R ¹ and R ² are each independently a hydrogen atom, an alkyl group having 1 to 20 carbon atoms, or a phenyl group which may have a substituent. ] The diketopyrrolopyrrole pigment represented by the above formula (1) is a diketopyrrolopyrrole pigment represented by the following formula (1-1) and a diketopyrrolopyrrole represented by the following formula (1-2): 2. The diketopyrrolopyrrole pigment composition for color filters according to claim 1, wherein the pigment composition is any one of pigments.
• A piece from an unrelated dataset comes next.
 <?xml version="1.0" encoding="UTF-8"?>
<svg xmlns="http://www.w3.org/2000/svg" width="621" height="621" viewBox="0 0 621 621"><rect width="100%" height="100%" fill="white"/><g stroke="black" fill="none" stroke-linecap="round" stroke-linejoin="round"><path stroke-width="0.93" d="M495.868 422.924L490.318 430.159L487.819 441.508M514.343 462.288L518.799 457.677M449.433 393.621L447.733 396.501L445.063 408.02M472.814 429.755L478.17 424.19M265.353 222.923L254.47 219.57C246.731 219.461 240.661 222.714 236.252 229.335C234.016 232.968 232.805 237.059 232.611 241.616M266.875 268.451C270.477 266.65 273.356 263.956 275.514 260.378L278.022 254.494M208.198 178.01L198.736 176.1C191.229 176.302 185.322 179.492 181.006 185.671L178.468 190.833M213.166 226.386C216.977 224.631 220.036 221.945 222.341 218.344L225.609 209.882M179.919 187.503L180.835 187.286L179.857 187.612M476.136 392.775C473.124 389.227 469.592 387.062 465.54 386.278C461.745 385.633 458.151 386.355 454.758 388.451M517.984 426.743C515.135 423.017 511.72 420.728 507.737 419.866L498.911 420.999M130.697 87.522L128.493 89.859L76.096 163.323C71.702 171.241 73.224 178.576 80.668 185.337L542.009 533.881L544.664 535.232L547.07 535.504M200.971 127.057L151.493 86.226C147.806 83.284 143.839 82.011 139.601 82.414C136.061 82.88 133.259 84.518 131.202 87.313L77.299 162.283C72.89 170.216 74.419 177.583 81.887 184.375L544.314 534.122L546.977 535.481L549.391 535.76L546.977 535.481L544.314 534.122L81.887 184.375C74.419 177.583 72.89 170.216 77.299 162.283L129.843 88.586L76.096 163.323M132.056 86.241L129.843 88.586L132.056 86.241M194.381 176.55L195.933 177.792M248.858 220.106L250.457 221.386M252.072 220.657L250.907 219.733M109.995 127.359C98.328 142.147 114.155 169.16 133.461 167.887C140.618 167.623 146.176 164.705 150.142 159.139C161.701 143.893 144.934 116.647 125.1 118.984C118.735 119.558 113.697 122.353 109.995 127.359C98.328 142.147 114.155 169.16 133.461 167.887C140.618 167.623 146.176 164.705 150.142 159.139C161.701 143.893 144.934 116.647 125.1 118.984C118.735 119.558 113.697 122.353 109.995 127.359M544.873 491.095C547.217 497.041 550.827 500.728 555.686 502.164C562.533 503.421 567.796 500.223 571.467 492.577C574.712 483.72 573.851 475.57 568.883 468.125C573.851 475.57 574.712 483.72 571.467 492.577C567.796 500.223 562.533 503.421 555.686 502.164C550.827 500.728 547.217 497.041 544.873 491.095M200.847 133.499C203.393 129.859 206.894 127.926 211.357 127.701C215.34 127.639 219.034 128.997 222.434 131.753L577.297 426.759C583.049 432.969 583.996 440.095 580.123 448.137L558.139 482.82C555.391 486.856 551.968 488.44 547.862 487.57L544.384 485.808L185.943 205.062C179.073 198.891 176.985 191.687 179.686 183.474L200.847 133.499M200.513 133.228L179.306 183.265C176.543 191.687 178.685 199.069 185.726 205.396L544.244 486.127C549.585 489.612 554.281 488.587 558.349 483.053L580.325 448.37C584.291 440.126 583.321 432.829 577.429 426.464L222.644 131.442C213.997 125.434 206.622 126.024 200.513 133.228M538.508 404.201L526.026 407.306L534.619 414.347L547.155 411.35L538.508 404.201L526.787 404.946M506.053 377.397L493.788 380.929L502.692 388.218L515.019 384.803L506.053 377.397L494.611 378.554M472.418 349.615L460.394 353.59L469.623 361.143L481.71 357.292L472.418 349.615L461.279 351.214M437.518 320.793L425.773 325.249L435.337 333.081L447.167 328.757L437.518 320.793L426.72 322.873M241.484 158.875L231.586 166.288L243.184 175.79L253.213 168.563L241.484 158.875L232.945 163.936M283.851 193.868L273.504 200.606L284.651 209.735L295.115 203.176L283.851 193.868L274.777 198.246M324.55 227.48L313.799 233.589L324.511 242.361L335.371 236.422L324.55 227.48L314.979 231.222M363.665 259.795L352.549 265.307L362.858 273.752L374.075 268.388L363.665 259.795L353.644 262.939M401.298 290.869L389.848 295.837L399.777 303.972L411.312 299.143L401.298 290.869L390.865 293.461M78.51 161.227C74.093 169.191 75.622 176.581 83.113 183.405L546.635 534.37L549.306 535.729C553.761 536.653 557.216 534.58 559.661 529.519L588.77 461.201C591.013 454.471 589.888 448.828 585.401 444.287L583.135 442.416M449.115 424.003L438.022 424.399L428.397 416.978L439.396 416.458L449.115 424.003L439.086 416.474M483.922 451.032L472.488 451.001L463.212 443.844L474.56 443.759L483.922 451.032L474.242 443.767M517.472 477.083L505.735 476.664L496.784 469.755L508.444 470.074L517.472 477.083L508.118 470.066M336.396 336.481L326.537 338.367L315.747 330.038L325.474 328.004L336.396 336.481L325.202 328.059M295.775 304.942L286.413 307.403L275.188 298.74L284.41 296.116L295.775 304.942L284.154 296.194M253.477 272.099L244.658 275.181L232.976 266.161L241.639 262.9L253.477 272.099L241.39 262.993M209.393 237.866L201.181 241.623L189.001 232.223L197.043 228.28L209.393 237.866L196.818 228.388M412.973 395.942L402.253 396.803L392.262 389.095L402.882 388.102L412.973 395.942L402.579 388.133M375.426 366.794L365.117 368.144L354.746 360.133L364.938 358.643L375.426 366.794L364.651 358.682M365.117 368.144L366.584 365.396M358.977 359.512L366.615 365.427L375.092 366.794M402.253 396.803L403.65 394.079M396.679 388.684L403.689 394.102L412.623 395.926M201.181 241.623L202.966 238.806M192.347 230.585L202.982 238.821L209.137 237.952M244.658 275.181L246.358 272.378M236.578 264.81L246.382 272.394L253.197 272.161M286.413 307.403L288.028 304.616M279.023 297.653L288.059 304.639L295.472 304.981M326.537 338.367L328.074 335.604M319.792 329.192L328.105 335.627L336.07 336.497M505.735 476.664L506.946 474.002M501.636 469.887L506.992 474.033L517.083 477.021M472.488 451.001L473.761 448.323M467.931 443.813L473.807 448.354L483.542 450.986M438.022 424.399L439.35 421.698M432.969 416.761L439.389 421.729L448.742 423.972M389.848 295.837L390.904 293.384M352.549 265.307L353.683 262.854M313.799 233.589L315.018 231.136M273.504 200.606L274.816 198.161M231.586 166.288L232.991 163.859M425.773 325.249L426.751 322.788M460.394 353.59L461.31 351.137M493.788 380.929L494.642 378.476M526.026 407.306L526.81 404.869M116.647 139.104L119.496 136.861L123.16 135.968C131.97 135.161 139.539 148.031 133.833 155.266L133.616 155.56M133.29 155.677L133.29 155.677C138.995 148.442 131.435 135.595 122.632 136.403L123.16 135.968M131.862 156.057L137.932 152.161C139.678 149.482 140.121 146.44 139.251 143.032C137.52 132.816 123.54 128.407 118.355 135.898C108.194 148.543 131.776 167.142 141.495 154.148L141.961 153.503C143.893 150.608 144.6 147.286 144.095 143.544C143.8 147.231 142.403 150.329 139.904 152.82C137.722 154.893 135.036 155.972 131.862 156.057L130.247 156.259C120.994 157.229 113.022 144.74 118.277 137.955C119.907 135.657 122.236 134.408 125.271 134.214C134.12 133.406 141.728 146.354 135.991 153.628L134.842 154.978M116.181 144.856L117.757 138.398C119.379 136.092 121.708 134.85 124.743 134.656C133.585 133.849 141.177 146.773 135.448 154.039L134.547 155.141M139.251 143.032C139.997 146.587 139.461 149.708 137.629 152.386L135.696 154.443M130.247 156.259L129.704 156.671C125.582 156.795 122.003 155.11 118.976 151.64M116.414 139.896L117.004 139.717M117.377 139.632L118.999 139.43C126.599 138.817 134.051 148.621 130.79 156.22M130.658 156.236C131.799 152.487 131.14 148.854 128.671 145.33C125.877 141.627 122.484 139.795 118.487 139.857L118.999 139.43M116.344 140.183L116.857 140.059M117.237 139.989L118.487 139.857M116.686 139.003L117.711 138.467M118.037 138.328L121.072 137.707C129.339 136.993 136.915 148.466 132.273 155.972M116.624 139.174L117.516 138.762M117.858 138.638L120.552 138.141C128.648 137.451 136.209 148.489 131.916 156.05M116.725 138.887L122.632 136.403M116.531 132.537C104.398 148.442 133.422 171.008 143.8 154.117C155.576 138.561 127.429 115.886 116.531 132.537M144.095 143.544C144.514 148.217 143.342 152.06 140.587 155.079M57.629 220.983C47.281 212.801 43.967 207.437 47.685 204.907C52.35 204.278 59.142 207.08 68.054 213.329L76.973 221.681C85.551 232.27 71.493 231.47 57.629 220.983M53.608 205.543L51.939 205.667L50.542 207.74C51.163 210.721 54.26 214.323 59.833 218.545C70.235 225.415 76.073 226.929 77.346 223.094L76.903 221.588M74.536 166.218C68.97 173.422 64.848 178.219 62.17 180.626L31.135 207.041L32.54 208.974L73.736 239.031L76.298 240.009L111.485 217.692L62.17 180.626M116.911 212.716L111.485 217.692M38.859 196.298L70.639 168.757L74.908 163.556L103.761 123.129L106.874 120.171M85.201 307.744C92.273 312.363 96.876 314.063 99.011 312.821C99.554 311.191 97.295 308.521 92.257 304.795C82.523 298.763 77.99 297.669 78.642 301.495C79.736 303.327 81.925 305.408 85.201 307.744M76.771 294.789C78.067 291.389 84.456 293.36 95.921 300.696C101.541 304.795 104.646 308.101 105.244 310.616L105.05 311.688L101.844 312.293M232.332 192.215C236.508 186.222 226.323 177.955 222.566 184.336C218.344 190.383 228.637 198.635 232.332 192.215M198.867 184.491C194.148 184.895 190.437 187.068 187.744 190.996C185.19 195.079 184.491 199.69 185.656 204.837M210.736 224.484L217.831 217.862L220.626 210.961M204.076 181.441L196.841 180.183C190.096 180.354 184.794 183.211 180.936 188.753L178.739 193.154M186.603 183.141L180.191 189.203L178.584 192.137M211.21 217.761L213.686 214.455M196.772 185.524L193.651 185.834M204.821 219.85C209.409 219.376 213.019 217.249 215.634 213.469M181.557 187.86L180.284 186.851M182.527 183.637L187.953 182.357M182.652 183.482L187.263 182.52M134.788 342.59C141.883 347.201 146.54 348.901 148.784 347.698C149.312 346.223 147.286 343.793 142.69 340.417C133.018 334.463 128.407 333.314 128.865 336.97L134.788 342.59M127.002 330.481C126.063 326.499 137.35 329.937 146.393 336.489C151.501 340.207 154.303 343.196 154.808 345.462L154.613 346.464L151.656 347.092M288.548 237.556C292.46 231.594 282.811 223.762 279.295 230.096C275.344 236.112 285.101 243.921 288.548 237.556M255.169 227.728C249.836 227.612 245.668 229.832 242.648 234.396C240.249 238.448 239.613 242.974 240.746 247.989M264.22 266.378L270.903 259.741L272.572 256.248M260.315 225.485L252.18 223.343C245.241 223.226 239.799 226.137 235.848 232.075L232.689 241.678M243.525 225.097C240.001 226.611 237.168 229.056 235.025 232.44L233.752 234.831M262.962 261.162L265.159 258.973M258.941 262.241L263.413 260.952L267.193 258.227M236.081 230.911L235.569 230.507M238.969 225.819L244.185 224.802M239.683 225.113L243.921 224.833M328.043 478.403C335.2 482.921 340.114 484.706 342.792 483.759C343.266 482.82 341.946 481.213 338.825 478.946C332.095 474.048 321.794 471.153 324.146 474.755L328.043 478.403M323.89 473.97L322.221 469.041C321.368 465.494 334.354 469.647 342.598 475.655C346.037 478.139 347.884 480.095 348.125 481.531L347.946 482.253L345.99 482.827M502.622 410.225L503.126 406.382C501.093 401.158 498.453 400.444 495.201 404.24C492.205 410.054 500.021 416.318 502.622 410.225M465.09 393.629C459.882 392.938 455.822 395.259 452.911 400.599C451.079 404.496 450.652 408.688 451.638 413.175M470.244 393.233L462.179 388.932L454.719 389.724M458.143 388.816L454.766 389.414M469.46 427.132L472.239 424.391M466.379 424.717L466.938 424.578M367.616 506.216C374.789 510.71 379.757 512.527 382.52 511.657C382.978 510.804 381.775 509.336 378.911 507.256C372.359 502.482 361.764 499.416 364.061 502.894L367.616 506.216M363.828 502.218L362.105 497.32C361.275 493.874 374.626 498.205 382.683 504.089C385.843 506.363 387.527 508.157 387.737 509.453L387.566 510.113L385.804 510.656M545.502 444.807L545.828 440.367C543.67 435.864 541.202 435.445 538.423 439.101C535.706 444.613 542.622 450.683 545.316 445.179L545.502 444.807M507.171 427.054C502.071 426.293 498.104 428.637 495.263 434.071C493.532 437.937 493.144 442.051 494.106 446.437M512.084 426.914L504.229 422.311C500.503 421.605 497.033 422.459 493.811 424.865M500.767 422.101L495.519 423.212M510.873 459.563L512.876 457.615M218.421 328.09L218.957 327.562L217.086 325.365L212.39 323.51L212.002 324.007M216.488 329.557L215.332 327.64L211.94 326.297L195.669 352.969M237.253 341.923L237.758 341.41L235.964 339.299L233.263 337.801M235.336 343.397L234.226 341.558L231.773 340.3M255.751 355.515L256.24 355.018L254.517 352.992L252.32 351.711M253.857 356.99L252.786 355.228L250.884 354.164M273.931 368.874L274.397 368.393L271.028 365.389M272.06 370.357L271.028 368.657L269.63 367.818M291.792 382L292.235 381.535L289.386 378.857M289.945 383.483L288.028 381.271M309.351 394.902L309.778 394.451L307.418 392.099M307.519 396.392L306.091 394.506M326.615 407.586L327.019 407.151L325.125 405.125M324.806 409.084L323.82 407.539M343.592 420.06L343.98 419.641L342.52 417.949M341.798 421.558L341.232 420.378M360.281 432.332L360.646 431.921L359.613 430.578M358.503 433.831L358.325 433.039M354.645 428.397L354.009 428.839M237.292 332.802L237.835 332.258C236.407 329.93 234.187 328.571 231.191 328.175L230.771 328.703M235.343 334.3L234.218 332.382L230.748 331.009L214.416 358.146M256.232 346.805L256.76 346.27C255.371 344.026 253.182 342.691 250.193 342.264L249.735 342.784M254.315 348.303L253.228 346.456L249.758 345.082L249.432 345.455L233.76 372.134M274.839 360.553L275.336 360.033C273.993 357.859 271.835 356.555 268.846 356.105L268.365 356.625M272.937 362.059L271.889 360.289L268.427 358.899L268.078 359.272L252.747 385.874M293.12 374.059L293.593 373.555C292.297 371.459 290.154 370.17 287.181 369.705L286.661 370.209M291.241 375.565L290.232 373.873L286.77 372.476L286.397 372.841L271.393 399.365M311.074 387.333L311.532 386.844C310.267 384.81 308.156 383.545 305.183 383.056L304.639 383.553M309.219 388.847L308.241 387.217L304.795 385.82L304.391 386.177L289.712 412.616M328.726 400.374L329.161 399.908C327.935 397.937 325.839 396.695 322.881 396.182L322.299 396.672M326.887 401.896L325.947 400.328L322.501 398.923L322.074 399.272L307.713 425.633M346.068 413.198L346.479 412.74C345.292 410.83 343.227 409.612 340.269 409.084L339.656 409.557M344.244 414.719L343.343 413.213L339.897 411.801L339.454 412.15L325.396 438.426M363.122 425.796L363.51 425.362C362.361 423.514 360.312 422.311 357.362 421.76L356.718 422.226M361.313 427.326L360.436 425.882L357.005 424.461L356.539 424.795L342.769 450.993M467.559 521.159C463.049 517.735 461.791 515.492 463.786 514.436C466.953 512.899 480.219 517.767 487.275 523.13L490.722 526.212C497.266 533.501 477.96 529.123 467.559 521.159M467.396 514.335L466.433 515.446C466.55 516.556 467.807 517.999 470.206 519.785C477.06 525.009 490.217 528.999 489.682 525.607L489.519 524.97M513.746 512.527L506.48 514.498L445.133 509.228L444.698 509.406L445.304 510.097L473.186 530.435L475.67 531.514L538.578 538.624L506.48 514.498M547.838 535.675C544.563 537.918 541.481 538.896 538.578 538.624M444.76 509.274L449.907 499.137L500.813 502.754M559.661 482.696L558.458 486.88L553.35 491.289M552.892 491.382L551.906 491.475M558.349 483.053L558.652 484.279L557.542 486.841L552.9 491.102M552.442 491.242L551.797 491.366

[In the formulas (1-1) and (1-2),
R ¹ and R ² are each independently a hydrogen atom, an alkyl group having 1 to 20 carbon atoms, or a phenyl group which may have a substituent. ]  The diketopyrrolopyrrole pigment composition for color filters according to claim 1 or 2, further comprising a dye derivative.   A coloring composition containing a coloring agent, a binder resin, and an organic solvent, wherein the coloring agent contains the diketopyrrolopyrrole pigment composition according to any one of claims 1 to 3. Composition.   Furthermore, the coloring composition for color filters of Claim 4 containing a photopolymerizable monomer and / or a photoinitiator. A color filter comprising a filter segment formed from the colored composition for a color filter according to claim 4.